Special notes on Javascript
Clousers
- One way of supporting first-class functions
- A stack frame which is allocated when a function starts its execution, and not freed after the function returns.
- A closure is a function having access to the parent scope, even after the parent function has closed.
- In JavaScript, if you use the function keyword inside another function, you are creating a closure.
- The magic is that in JavaScript a function reference also has a secret reference to the closure it was created in — similar to how delegates are a method pointer plus a secret reference to an object.
function sayHello2(name) {
var text = 'Hello ' + name; // Local variable
var say = function() { console.log(text); }
return say;
}
var say2 = sayHello2('Bob');
say2(); // logs "Hello Bob"
A problem:
function add() {
var counter = 0;
function plus() {counter += 1;}
plus();
return counter;
}
add() // 1
add() // 1
Here we cannot increament the counter.
Solution with closure:
var add = ( function() {
counter = 0;
return function(){ return counter += 1;}
})();
add() // 1
add() // 2
add() // 3
- The self-invoking function only runs once.

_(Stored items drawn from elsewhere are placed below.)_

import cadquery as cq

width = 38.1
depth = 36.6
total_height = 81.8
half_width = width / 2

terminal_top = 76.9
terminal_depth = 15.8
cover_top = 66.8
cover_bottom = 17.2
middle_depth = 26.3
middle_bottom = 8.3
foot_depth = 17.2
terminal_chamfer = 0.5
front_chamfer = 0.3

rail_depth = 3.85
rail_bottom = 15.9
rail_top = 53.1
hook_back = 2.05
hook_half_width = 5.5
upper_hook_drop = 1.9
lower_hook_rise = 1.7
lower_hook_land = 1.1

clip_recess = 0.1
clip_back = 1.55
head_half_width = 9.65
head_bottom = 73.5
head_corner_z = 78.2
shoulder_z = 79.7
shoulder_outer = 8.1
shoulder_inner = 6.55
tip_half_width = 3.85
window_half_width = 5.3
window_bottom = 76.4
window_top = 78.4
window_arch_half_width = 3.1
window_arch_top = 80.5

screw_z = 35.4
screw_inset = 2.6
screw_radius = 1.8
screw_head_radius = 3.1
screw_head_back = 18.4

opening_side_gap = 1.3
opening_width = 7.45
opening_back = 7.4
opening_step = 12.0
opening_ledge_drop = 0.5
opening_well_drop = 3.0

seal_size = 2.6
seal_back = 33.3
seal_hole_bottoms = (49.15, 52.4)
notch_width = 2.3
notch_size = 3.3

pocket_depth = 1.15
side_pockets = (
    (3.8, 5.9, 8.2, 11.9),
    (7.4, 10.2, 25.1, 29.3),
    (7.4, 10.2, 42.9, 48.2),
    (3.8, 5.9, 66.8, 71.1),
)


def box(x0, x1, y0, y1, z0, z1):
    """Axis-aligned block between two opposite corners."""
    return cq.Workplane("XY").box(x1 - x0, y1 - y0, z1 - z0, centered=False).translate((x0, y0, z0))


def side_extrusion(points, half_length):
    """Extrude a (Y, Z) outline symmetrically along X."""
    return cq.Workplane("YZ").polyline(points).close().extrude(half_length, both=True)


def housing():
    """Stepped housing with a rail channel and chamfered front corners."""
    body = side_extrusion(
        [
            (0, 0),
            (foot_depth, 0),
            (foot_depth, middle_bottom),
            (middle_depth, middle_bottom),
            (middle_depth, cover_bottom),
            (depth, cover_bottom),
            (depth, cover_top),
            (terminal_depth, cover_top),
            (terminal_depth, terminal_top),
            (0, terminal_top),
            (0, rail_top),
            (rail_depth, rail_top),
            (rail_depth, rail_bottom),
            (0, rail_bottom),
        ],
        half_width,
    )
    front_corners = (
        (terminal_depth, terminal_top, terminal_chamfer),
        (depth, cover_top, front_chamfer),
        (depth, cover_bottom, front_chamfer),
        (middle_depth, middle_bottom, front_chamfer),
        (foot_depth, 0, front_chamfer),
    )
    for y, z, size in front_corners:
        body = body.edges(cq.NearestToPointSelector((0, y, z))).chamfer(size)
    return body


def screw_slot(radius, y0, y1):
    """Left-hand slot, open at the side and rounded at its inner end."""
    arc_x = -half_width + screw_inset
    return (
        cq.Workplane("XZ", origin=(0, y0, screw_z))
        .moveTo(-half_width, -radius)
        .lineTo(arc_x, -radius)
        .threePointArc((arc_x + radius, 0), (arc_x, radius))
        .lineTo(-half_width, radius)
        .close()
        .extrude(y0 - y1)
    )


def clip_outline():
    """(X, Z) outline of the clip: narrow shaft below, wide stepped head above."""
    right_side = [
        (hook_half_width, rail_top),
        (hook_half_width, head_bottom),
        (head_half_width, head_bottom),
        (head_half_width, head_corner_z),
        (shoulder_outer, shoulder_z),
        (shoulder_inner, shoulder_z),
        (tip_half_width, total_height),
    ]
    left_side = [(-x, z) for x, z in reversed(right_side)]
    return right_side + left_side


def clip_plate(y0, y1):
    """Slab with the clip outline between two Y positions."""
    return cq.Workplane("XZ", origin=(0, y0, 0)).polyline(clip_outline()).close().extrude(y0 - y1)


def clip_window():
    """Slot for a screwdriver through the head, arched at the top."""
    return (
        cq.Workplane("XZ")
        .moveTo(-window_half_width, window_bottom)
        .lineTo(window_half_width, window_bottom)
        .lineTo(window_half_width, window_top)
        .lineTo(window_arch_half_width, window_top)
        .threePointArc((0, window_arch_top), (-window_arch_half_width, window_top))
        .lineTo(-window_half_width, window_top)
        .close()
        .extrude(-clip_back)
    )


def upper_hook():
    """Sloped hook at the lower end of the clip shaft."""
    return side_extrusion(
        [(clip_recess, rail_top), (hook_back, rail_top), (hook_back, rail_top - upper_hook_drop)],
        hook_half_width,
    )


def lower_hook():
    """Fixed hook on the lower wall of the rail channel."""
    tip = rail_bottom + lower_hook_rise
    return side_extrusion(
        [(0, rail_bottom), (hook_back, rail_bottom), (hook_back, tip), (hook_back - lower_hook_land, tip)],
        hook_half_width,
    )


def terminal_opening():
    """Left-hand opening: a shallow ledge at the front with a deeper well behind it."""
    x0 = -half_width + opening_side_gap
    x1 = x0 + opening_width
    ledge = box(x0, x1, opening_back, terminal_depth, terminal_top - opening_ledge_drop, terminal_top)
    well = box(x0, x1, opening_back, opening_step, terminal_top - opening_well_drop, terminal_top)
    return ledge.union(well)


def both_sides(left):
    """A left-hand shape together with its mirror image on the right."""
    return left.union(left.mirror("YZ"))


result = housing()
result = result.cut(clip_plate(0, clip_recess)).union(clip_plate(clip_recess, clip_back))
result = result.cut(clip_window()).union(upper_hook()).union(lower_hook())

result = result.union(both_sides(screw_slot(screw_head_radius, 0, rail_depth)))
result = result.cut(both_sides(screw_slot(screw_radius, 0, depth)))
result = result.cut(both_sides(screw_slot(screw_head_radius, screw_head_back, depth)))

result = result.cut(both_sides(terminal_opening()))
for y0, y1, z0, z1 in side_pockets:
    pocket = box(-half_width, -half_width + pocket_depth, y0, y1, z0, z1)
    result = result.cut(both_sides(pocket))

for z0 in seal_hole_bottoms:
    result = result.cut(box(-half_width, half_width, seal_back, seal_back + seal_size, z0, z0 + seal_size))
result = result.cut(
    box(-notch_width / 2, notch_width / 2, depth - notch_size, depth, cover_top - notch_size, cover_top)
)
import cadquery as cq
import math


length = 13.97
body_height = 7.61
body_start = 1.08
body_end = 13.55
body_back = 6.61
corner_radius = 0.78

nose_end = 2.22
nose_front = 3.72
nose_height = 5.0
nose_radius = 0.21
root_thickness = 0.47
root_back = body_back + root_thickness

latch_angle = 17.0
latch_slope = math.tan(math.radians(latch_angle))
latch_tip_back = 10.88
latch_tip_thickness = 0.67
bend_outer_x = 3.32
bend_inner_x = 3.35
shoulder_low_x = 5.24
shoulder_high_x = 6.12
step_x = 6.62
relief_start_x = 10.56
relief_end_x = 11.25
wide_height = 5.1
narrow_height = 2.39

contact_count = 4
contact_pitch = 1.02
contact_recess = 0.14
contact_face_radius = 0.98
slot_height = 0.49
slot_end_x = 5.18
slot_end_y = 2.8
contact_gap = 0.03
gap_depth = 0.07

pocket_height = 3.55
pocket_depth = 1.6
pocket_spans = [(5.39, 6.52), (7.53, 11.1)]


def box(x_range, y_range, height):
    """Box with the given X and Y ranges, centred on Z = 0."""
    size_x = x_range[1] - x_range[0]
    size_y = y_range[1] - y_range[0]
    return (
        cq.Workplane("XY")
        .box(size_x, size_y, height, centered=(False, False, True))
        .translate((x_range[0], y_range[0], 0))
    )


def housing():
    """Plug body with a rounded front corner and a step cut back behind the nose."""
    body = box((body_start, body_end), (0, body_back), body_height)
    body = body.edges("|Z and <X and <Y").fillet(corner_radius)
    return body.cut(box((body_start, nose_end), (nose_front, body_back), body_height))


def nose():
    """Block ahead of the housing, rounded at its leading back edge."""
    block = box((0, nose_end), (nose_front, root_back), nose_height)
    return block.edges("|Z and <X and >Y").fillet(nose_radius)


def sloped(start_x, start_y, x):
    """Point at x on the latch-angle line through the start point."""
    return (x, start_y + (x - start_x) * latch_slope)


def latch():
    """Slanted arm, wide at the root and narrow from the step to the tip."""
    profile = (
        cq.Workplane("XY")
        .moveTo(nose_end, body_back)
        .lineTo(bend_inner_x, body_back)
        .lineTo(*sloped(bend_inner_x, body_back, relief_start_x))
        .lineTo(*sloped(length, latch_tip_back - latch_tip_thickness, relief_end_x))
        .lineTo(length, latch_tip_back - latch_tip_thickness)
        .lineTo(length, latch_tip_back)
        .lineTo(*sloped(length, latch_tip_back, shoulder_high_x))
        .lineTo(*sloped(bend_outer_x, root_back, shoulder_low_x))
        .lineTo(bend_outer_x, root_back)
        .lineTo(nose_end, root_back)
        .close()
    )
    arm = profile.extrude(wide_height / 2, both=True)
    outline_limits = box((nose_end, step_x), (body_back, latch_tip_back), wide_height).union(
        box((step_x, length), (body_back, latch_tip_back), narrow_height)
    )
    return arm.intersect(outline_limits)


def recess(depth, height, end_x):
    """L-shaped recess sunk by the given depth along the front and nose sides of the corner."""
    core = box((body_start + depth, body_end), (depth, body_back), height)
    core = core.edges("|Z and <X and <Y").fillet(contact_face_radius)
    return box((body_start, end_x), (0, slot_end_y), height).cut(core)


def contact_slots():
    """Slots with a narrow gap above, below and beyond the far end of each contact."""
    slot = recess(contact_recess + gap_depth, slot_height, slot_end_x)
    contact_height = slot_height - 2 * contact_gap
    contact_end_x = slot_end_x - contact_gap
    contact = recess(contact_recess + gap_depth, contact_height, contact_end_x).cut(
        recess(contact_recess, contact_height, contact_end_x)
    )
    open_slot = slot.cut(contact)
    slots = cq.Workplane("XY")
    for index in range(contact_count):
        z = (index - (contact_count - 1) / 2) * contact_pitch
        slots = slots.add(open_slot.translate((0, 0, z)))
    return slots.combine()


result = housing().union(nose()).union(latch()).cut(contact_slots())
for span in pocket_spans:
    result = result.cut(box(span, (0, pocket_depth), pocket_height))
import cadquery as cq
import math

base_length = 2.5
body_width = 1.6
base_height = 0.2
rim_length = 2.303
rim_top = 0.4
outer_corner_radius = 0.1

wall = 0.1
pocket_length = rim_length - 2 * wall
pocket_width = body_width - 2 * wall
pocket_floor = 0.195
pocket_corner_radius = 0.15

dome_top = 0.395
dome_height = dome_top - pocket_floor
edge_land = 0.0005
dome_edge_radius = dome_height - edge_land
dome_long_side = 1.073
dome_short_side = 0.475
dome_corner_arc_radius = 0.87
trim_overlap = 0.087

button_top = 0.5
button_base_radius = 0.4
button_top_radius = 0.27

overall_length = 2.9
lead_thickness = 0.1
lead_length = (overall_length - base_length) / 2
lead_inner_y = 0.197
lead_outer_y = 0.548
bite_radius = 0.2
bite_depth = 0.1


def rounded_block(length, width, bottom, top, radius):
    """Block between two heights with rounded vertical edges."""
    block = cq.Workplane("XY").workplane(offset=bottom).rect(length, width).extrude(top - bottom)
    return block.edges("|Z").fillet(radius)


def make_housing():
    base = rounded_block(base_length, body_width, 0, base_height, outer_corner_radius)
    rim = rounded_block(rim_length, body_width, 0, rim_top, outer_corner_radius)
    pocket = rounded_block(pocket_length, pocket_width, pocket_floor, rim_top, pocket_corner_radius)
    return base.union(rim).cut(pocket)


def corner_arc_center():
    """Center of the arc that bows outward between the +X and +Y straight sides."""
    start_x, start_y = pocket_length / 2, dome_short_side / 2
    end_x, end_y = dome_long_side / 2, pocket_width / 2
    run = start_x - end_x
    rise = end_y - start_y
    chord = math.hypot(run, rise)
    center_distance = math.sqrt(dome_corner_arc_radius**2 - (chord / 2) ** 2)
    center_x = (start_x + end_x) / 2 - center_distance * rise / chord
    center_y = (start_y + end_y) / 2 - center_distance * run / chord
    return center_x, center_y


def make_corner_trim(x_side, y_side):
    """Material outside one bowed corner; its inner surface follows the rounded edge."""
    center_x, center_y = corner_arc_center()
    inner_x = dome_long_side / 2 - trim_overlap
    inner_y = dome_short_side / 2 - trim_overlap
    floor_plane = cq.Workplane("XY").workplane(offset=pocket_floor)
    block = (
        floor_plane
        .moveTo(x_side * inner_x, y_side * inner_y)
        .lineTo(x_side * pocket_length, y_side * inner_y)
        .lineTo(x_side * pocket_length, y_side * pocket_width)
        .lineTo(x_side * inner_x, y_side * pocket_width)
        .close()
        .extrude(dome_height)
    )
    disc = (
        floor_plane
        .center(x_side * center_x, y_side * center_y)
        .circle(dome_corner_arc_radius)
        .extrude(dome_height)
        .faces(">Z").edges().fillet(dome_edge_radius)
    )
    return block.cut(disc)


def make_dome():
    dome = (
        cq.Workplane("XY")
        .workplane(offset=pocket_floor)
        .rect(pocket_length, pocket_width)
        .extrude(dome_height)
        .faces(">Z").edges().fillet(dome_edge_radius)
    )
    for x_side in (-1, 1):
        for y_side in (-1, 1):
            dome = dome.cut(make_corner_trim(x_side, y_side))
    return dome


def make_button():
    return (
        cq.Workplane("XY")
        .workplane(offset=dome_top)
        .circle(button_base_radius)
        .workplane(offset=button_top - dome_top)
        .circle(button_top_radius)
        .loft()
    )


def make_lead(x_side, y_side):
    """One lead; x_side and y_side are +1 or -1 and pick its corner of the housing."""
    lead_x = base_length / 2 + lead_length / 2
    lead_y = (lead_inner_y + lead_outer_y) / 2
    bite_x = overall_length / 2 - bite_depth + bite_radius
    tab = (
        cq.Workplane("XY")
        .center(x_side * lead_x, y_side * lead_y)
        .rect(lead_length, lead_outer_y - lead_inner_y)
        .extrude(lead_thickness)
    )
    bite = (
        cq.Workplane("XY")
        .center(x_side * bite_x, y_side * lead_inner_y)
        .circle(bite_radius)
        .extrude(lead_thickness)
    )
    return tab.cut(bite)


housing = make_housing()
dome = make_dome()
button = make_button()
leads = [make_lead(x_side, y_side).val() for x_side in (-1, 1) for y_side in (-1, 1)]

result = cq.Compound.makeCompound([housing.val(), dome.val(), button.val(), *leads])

It sets the counter to zero (0), and returns a function expression.
- This way add becomes a function. The “wonderful” part is that it can access the counter in the parent scope.
- This is called a JavaScript closure. It makes it possible for a function to have Private variables.
- The counter is protected by the scope of the anonymous function, and can only be changed using the add function.